I thank Copilot for generating my check-in.

thanks copilot. sometimes i feel like i'm the copilot haha

Copilot laughs. Copilot always laughs at my jokes.

The last mile problem

The last mile problem refers to the high cost and complexity involved in delivering goods to the final customer. It is relatively trivial, or at least a mostly solved problem, to get goods from a manufacturer to a distribution hub at scale. But getting those goods from the distribution hub to individual doorsteps is insanely logistically difficult.

Using AI is kind of like this, for me. Sure, I do still need to think. But I don't have to think as hard. AI will do hundreds of miles of thinking for me. I just have to think the last mile. Make the two-line tweak that makes all 30 generated Jest tests pass. Put my name at the top of the check-in.

You may be gleaning from this post that I myself am a self-hating AI user or severe skeptic. I am not. I would say I'm a moderate skeptic: it is a transformative technology that will have a lasting impact. What impact will remain to be seen when the fog of grift lifts.

As I haven't been around for so long, I wonder how people felt when other big strides were made in this industry, and how it compares to this one. I don't doubt that there were programmers out there who thought that the invention of the compiler would cause the skill level of the median programmer to decrease.
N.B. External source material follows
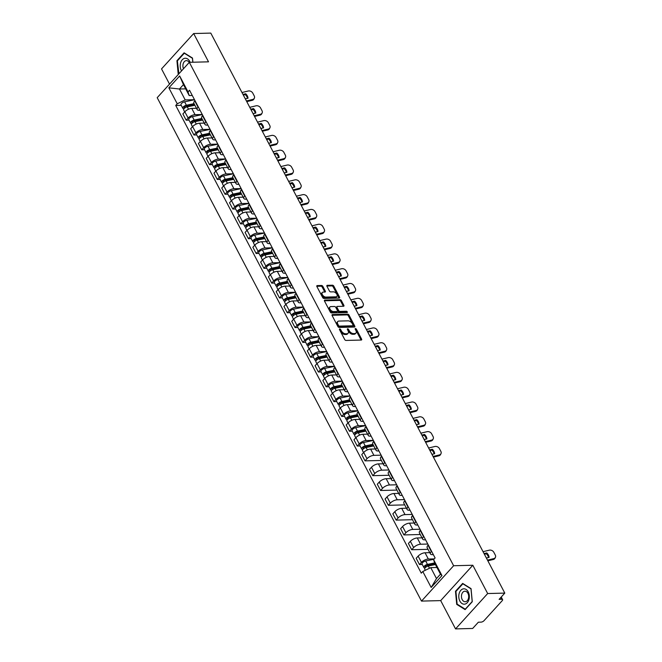 <?xml version="1.0" encoding="UTF-8"?>
<svg xmlns="http://www.w3.org/2000/svg" width="662" height="662" viewBox="0 0 662 662"><rect width="100%" height="100%" fill="white"/><g stroke="black" fill="none" stroke-linecap="round" stroke-linejoin="round"><path stroke-width="0.99" d="M339.755 328.956A0.811 0.48 42.3 0 0 339.507 329.626L344.703 339.523A1.158 0.687 42.3 0 0 346.044 340.433L361.245 340.053A1.158 0.687 42.3 0 0 361.618 339.896A1.158 0.687 42.3 0 0 361.601 339.093L356.404 329.196A0.811 0.48 42.3 0 0 355.221 329.221L355.891 330.503A3.715 2.193 42.3 0 1 355.941 333.077A3.715 2.193 42.3 0 1 354.758 333.557L353.491 333.59A3.715 2.193 42.3 0 1 349.222 330.677L348.543 329.395A0.811 0.48 42.3 0 0 347.368 329.419L348.038 330.702A3.715 2.193 42.3 0 1 348.088 333.276A3.715 2.193 42.3 0 1 346.896 333.756L345.63 333.789A3.715 2.193 42.3 0 1 341.36 330.876L340.69 329.593A0.811 0.48 42.3 0 0 339.755 328.956M322.849 286.389A1.158 0.687 42.3 0 0 321.509 285.479L317.247 285.587A1.158 0.687 42.3 0 0 316.875 285.736A1.158 0.687 42.3 0 0 316.891 286.547L322.667 297.544A1.158 0.687 42.3 0 0 323.999 298.454L339.201 298.065A1.158 0.687 42.3 0 0 339.573 297.917A1.158 0.687 42.3 0 0 339.556 297.114L333.789 286.116A1.158 0.687 42.3 0 0 332.448 285.198L327.301 285.33A1.158 0.687 42.3 0 0 326.929 285.488A1.158 0.687 42.3 0 0 326.945 286.29L329.411 290.99A1.158 0.687 42.3 0 0 330.743 291.901L333.3 291.843A3.111 1.837 42.3 0 1 336.428 293.597A3.111 1.837 42.3 0 1 336.917 296.419A3.111 1.837 42.3 0 1 335.924 296.824L325.911 297.081A3.111 1.837 42.3 0 1 322.783 295.326A3.111 1.837 42.3 0 1 322.303 292.496A3.111 1.837 42.3 0 1 323.296 292.091L324.959 292.05A1.158 0.687 42.3 0 0 325.332 291.901A1.158 0.687 42.3 0 0 325.315 291.098L322.849 286.389L322.204 287.101A1.158 0.687 42.3 0 0 320.871 286.191L316.792 286.29M472.817 565.249L440.693 600.608L455.547 628.9L487.671 593.541L472.817 565.249L453.627 565.737L189.332 62.319L208.522 61.831L193.668 33.539L210.789 33.1L504.8 593.102L499.115 599.367L501.779 599.292L500.828 597.48M487.671 593.541L504.8 593.102M332.465 314.574A1.158 0.687 42.3 0 0 332.092 314.723A1.158 0.687 42.3 0 0 332.109 315.526L337.877 326.523A1.158 0.687 42.3 0 0 339.217 327.433L354.418 327.045A1.158 0.687 42.3 0 0 354.791 326.896A1.158 0.687 42.3 0 0 354.774 326.093L349.006 315.095A1.158 0.687 42.3 0 0 347.666 314.185L332.465 314.574L331.976 315.112M330.272 312.034L324.496 301.036A1.158 0.687 42.3 0 1 324.479 300.234A1.158 0.687 42.3 0 1 324.852 300.085L340.061 299.696A1.158 0.687 42.3 0 1 341.393 300.606L343.868 305.314A1.158 0.687 42.3 0 1 343.884 306.117A1.158 0.687 42.3 0 1 343.512 306.266L337.339 306.423A1.158 0.687 42.3 0 0 336.975 306.572A1.158 0.687 42.3 0 0 336.983 307.375L338.63 310.495A1.158 0.687 42.3 0 0 339.962 311.405L346.383 311.248A0.811 0.48 42.3 0 1 347.062 312.547L331.604 312.944A1.158 0.687 42.3 0 1 330.272 312.034M455.547 628.9L472.668 628.461L478.361 622.206L481.026 622.139A2.367 1.001 152.3 0 0 484.03 620.675L502.218 600.666A2.367 1.001 152.3 0 0 502.59 599.606A2.367 1.001 152.3 0 0 501.779 599.292M440.693 600.608L421.495 601.096L157.2 97.678L189.332 62.319M193.668 33.539L161.536 68.898L169.522 84.115M433.353 554.632L432.327 554.657A5.445 2.309 -27.7 0 1 430.457 553.937A5.445 2.309 -27.7 0 1 431.318 551.504L431.566 551.231M429.787 552.654L425.045 552.778A5.445 2.309 152.3 0 0 418.136 556.13L421.421 562.394A5.445 2.309 -27.7 0 1 428.339 559.042L434.255 558.894M421.421 562.394L419.468 564.554L422.298 564.479M428.273 544.967L428.033 545.24A5.445 2.309 152.3 0 0 427.164 547.673L430.457 553.937M418.136 556.13L416.175 558.289L419.468 564.554M425.575 539.82L424.549 539.844A5.445 2.309 -27.7 0 1 422.679 539.125A5.445 2.309 -27.7 0 1 423.548 536.692L423.788 536.427M428.033 549.328L411.69 549.741L413.651 547.582A5.445 2.309 -27.7 0 1 420.56 544.23L427.793 544.048M420.502 530.154L420.254 530.428A5.445 2.309 152.3 0 0 419.394 532.86L422.679 539.125M422.008 537.842L417.275 537.966A5.445 2.309 152.3 0 0 410.357 541.317L408.396 543.477L411.69 549.741M417.796 525.007L416.77 525.032A5.445 2.309 -27.7 0 1 414.9 524.312A5.445 2.309 -27.7 0 1 415.769 521.879L416.017 521.615M420.262 534.515L403.911 534.929L405.872 532.769A5.445 2.309 -27.7 0 1 412.79 529.418L420.014 529.236M412.724 515.342L412.476 515.615A5.445 2.309 152.3 0 0 411.615 518.048L414.9 524.312M414.23 523.03L409.497 523.154A5.445 2.309 152.3 0 0 402.579 526.505L400.618 528.665L403.911 534.929M410.018 510.195L408.992 510.22A5.445 2.309 -27.7 0 1 407.13 509.5A5.445 2.309 -27.7 0 1 407.991 507.067L408.239 506.802M412.484 519.703L396.133 520.117L398.094 517.957A5.445 2.309 -27.7 0 1 405.012 514.606L412.236 514.424M404.945 500.53L404.697 500.803A5.445 2.309 152.3 0 0 403.837 503.236L407.13 509.5M406.451 508.217L401.718 508.342A5.445 2.309 152.3 0 0 394.809 511.693L392.847 513.853L396.133 520.117M402.248 495.383L401.222 495.408A5.445 2.309 -27.7 0 1 399.352 494.688A5.445 2.309 -27.7 0 1 400.212 492.255L400.46 491.99M404.705 504.891L388.362 505.305L390.315 503.145A5.445 2.309 -27.7 0 1 397.233 499.793L404.465 499.611M397.167 485.718L396.927 485.991A5.445 2.309 152.3 0 0 396.058 488.424L399.352 494.688M398.681 493.405L393.94 493.529A5.445 2.309 152.3 0 0 387.03 496.881L385.069 499.04L388.362 505.305M394.469 480.571L393.443 480.595A5.445 2.309 -27.7 0 1 391.573 479.876A5.445 2.309 -27.7 0 1 392.442 477.443L392.682 477.178M396.927 490.079L380.584 490.492L382.545 488.341A5.445 2.309 -27.7 0 1 389.455 484.981L396.687 484.799M389.397 470.905L389.148 471.178A5.445 2.309 152.3 0 0 388.288 473.611L391.573 479.876M390.903 478.593L386.169 478.717A5.445 2.309 152.3 0 0 379.252 482.068L377.29 484.228L380.584 490.492M386.691 465.758L385.665 465.783A5.445 2.309 -27.7 0 1 383.795 465.063A5.445 2.309 -27.7 0 1 384.663 462.63L384.912 462.366M389.157 475.266L372.805 475.68L374.766 473.529A5.445 2.309 -27.7 0 1 381.684 470.169L388.908 469.987M381.618 456.093L381.37 456.366A5.445 2.309 152.3 0 0 380.509 458.799L383.795 465.063M383.124 463.781L378.391 463.905A5.445 2.309 152.3 0 0 371.473 467.256L369.512 469.416L372.805 475.68M378.912 450.946L377.886 450.971A5.445 2.309 -27.7 0 1 376.024 450.251A5.445 2.309 -27.7 0 1 376.885 447.826L377.133 447.553M381.378 460.454L365.027 460.868L366.988 458.716A5.445 2.309 -27.7 0 1 373.906 455.357L381.13 455.175M373.84 441.281L373.591 441.554A5.445 2.309 152.3 0 0 372.731 443.987L376.024 450.251M375.346 448.968L370.612 449.093A5.445 2.309 152.3 0 0 363.703 452.444L361.742 454.604L365.027 460.868M371.142 436.134L370.116 436.159A5.445 2.309 -27.7 0 1 368.246 435.439A5.445 2.309 -27.7 0 1 369.106 433.014L369.355 432.741M360.087 445.989L357.257 446.056L359.209 443.904A5.445 2.309 -27.7 0 1 366.127 440.544L373.36 440.362M366.061 426.477L365.821 426.742A5.445 2.309 152.3 0 0 364.952 429.175L368.246 435.439M367.575 434.156L362.834 434.28A5.445 2.309 152.3 0 0 355.924 437.632L353.963 439.791L357.257 446.056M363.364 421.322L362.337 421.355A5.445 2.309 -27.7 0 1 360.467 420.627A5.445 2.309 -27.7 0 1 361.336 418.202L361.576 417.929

Or more likely the invention of hands-off memory management like garbage collection. And they were probably right, but only technically. The median embedded engineer is probably more skilled than the median backend engineer. But that didn't stop the median backend engineer from making a hundred thousand dollars per year to crank out API crud.

Is it the same thing? Garbage collection means that I don't have to think about memory management. Did it make me dumber? Or did it free up space in my brain to tackle other problems? Will AI do the same thing? I don't know.

Maybe I'll think even harder now that I don't have to think as much. Just as agriculture has freed humanity from the toil of searching a harsh landscape for food, I will be freed from the toil of React and Datadog and AWS and Jira. Maybe I'll think of something really great one day. As long as I feel like thinking about it.